How to Disappear(13)
“I have to get out of here. Want to say we’re camping until college?”
“Riiiiiight.” Calvin doesn’t camp. Boy Scout camp with Calvin was me doing all his camping shit for him and him paying me off with poker winnings taken off guys from other troops who thought they knew how to play cards. “You want to tell me where you’re really going?”
I shake my head.
“Cool,” he says. “A mystery errand for a sociopath.”
“No choice.”
He waves his arms like a distraught stick figure. “Because free will is an illusion?” Is anyone not pissed at me today? “Maybe you need to think this over.”
“That’s helpful. Maybe you need to go screw yourself.”
“Maybe you need me to tutor you on Robert Frost and vocab, *.”
The most ridiculous part of the day is that I like the poem.
Two roads diverged in a wood, and I—
I took the one less traveled by,
And that has made all the difference.
Only some guys don’t get to screw around in the woods in Wherever-the-Hell, New Hampshire, bird-watching or whatever Robert Frost was doing. They get stuck on a third path that leads straight out of the woods.

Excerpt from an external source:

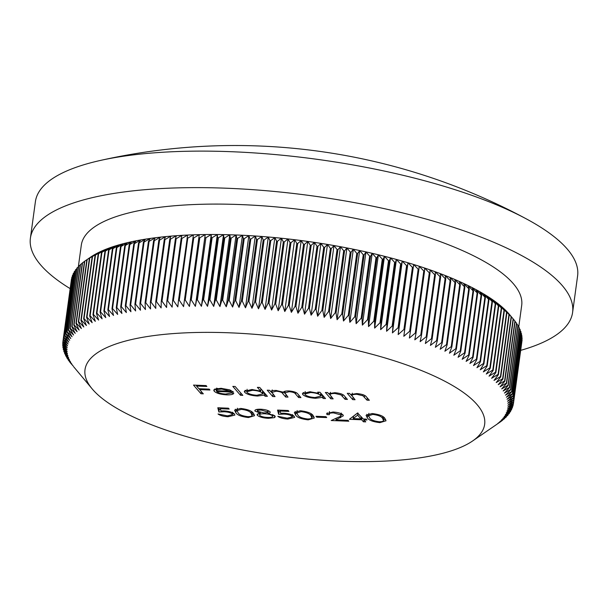<?xml version="1.0" encoding="UTF-8"?>
<svg xmlns="http://www.w3.org/2000/svg" width="608" height="608" viewBox="0 0 608 608"><rect width="100%" height="100%" fill="white"/><g stroke="black" fill="none" stroke-linecap="round" stroke-linejoin="round"><path stroke-width="0.91" d="M340.412 461.198A201.689 59.098 -172.2 0 0 472.583 440.99A201.689 59.098 -172.2 0 0 431.095 374.634A201.689 59.098 -172.2 0 0 229.246 332.796A201.689 59.098 -172.2 0 0 92.165 388.884A201.689 59.098 -172.2 0 0 340.412 461.198M513.585 402.154A227.384 66.622 -172.2 0 0 513.6 401.888L522.097 339.826A227.384 66.622 -172.2 0 1 522.082 340.085L513.585 402.154L507.748 407.193L513.395 403.872A227.384 66.622 -172.2 0 1 513.35 404.13L507.437 409.116L512.985 405.825A227.384 66.622 -172.2 0 1 512.916 406.083L506.928 411.016L512.377 407.755A227.384 66.622 -172.2 0 1 512.278 408.006L506.221 412.878L511.564 409.648A227.384 66.622 -172.2 0 1 511.442 409.898L505.316 414.717L510.553 411.51A227.384 66.622 -172.2 0 1 510.408 411.753L504.222 416.51L509.344 413.334A227.384 66.622 -172.2 0 1 509.177 413.577L502.93 418.281L507.938 415.127A227.384 66.622 -172.2 0 1 507.741 415.355L501.448 420.006L506.335 416.883A227.384 66.622 -172.2 0 1 506.114 417.103L499.768 421.701L504.541 418.593A227.384 66.622 -172.2 0 1 504.29 418.813L497.906 423.35L502.542 420.265A227.384 66.622 -172.2 0 1 502.269 420.478L500.361 421.891A227.384 66.622 -172.2 0 1 500.065 422.104L472.583 440.99M513.616 400.148A227.384 66.622 -172.2 0 0 513.6 399.882L522.105 337.82A227.384 66.622 -172.2 0 1 522.112 338.078L513.616 400.148L507.862 405.247L513.6 401.888M513.441 398.111A227.384 66.622 -172.2 0 0 513.403 397.845L521.907 335.783A227.384 66.622 -172.2 0 1 521.945 336.049L513.441 398.111L507.779 403.271L513.6 399.882M513.068 396.059A227.384 66.622 -172.2 0 0 513.008 395.785L521.504 333.724A227.384 66.622 -172.2 0 1 521.573 333.997L513.068 396.059L507.505 401.272L513.403 397.845M512.498 393.984A227.384 66.622 -172.2 0 0 512.407 393.71L520.904 331.649A227.384 66.622 -172.2 0 1 520.995 331.922L512.498 393.984L507.026 399.251L513.008 395.785M511.723 391.894A227.384 66.622 -172.2 0 0 511.602 391.613L520.106 329.551A227.384 66.622 -172.2 0 1 520.22 329.825L511.723 391.894L506.358 397.214L512.407 393.71M510.743 389.781A227.384 66.622 -172.2 0 0 510.606 389.5L519.103 327.438A227.384 66.622 -172.2 0 1 519.247 327.72L510.743 389.781L505.484 395.162L511.602 391.613M509.572 387.653A227.384 66.622 -172.2 0 0 509.405 387.372L517.902 325.31A227.384 66.622 -172.2 0 1 518.069 325.592L509.572 387.653L504.42 393.087L510.606 389.5M508.197 385.51A227.384 66.622 -172.2 0 0 508.007 385.229L516.504 323.167A227.384 66.622 -172.2 0 1 516.701 323.448L508.197 385.51L503.166 390.997L509.405 387.372M506.631 383.359A227.384 66.622 -172.2 0 0 506.411 383.078L514.908 321.016A227.384 66.622 -172.2 0 1 515.128 321.298L506.631 383.359L501.714 388.9L508.007 385.229M513.365 319.139A227.384 66.622 -172.2 0 0 513.122 318.858L508.075 312.877A222.247 65.117 -172.2 0 1 509.633 314.67L513.365 319.139L504.868 381.201L500.072 386.794L506.411 383.078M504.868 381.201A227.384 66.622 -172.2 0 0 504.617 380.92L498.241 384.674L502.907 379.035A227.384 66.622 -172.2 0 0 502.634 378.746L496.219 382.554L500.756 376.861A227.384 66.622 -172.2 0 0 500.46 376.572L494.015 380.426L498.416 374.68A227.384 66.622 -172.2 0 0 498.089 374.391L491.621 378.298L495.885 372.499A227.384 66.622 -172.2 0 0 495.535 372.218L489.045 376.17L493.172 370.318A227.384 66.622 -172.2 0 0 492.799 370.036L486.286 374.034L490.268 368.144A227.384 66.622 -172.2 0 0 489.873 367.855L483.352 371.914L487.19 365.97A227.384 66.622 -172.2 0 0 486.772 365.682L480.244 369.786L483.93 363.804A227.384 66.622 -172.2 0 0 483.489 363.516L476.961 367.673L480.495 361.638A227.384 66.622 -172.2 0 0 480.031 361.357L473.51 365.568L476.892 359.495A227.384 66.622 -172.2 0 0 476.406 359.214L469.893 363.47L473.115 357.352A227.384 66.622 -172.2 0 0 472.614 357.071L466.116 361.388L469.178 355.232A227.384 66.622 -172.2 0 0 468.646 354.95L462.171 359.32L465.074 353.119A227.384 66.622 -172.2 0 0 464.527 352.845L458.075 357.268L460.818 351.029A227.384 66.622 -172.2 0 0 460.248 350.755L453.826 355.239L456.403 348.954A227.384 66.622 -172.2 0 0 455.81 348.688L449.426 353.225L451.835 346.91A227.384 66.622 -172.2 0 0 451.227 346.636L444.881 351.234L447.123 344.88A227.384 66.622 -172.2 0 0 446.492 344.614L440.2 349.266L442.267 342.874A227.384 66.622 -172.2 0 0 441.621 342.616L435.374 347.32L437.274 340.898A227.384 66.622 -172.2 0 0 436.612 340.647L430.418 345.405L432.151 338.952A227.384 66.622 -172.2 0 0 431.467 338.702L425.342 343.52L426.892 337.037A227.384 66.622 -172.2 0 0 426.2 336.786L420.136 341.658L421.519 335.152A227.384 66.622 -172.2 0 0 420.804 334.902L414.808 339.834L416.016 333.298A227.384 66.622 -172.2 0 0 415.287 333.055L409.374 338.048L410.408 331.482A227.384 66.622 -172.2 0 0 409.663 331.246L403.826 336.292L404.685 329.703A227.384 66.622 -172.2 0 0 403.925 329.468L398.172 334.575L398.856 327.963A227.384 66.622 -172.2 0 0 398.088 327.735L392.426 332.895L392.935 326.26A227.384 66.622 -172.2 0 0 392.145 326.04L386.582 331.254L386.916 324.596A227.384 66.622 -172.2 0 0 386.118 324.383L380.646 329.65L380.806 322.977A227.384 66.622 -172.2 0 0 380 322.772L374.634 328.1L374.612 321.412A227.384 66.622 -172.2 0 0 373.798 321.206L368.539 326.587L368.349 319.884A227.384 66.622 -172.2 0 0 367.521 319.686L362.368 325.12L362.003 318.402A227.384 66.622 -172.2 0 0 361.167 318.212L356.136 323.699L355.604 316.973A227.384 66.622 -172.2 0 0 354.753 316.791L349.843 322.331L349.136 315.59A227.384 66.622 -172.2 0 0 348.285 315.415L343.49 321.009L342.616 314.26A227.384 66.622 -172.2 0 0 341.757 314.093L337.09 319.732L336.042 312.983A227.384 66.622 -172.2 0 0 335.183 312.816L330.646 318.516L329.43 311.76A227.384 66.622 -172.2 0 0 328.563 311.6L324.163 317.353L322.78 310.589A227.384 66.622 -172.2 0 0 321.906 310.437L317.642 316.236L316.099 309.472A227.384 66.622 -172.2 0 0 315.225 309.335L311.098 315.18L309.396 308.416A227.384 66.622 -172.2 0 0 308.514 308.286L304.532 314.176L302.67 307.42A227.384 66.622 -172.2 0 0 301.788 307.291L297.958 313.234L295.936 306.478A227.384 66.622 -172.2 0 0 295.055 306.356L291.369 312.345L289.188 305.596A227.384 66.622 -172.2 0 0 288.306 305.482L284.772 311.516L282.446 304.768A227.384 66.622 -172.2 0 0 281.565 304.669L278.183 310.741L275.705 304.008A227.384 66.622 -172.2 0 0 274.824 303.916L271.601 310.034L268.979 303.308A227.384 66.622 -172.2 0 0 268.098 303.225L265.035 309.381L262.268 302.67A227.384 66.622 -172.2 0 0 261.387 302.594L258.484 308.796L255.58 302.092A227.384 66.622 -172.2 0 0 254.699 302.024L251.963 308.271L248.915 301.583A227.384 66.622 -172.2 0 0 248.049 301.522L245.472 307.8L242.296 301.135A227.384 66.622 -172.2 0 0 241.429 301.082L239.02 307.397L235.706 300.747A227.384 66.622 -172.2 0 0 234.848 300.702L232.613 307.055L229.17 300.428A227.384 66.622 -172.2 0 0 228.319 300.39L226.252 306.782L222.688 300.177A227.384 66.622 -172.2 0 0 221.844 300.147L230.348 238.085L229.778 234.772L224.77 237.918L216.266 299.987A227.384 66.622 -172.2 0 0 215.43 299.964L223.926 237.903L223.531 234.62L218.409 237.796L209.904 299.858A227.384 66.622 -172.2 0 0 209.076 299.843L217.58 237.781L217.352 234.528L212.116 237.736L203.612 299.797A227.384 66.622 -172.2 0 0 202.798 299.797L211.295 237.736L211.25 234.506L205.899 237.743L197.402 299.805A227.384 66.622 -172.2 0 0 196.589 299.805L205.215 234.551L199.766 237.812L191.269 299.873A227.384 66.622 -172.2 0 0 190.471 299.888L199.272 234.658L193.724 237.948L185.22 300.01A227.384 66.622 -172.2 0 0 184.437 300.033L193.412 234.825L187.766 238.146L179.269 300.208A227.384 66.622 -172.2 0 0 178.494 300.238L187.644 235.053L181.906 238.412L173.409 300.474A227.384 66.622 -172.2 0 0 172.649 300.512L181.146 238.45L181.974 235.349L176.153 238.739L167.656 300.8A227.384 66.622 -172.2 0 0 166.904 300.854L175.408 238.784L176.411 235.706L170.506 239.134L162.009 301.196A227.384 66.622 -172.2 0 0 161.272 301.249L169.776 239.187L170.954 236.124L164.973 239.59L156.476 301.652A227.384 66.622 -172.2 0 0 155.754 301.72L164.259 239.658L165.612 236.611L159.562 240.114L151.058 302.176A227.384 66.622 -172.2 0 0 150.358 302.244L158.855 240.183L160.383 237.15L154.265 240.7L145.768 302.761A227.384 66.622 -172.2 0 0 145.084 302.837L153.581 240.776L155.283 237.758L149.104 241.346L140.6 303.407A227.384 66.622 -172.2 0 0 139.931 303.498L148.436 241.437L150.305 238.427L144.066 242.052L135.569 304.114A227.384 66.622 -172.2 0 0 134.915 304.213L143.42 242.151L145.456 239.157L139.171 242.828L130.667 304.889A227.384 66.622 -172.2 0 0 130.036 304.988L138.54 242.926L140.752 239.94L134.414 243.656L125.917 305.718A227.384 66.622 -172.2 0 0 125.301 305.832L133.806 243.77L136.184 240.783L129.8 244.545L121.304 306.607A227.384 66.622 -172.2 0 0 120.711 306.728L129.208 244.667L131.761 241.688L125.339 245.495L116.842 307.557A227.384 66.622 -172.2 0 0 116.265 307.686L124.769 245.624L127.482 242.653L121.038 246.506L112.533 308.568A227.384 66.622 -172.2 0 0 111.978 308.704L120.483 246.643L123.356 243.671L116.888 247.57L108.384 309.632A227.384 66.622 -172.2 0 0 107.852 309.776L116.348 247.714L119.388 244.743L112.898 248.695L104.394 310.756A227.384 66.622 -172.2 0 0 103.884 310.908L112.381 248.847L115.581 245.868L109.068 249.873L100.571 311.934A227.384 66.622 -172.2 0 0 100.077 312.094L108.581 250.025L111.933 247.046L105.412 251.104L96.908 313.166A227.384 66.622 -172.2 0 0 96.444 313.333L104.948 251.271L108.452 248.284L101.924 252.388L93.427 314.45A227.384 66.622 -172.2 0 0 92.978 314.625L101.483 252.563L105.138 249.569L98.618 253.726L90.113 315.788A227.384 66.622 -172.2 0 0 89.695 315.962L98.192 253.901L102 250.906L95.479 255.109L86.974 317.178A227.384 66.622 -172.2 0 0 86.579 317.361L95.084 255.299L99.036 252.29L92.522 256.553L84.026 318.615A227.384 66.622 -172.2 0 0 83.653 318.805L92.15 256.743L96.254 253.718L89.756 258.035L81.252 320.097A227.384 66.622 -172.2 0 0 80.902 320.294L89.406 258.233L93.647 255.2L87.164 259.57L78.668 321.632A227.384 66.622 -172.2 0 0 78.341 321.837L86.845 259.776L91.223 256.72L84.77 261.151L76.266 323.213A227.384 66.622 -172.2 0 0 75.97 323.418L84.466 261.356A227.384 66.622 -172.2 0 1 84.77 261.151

“Have fun telling your mom,” Calvin says.
? ? ?
Unfortunately, I’m not doing that well breaking it to my mom that I’m heading out of the endless subdivisions and strip malls of home. She’s the kind of mom who, if you have a condom in your wallet, will find it and want to know what it’s doing there. You’d think she’d have been happy she had one stand-up kid: she wasn’t. It’s hard to figure, if she notices something that small, how I’m going to slip out of town.
I love my mom—she went through worse than I did—but I’m going rogue, and there’s nothing she likes about rogue on me. I’m thinking I’ll tell her over dinner, but she slides a platter of pork chops across the kitchen table and clears her throat, generally a preamble to me being in for it.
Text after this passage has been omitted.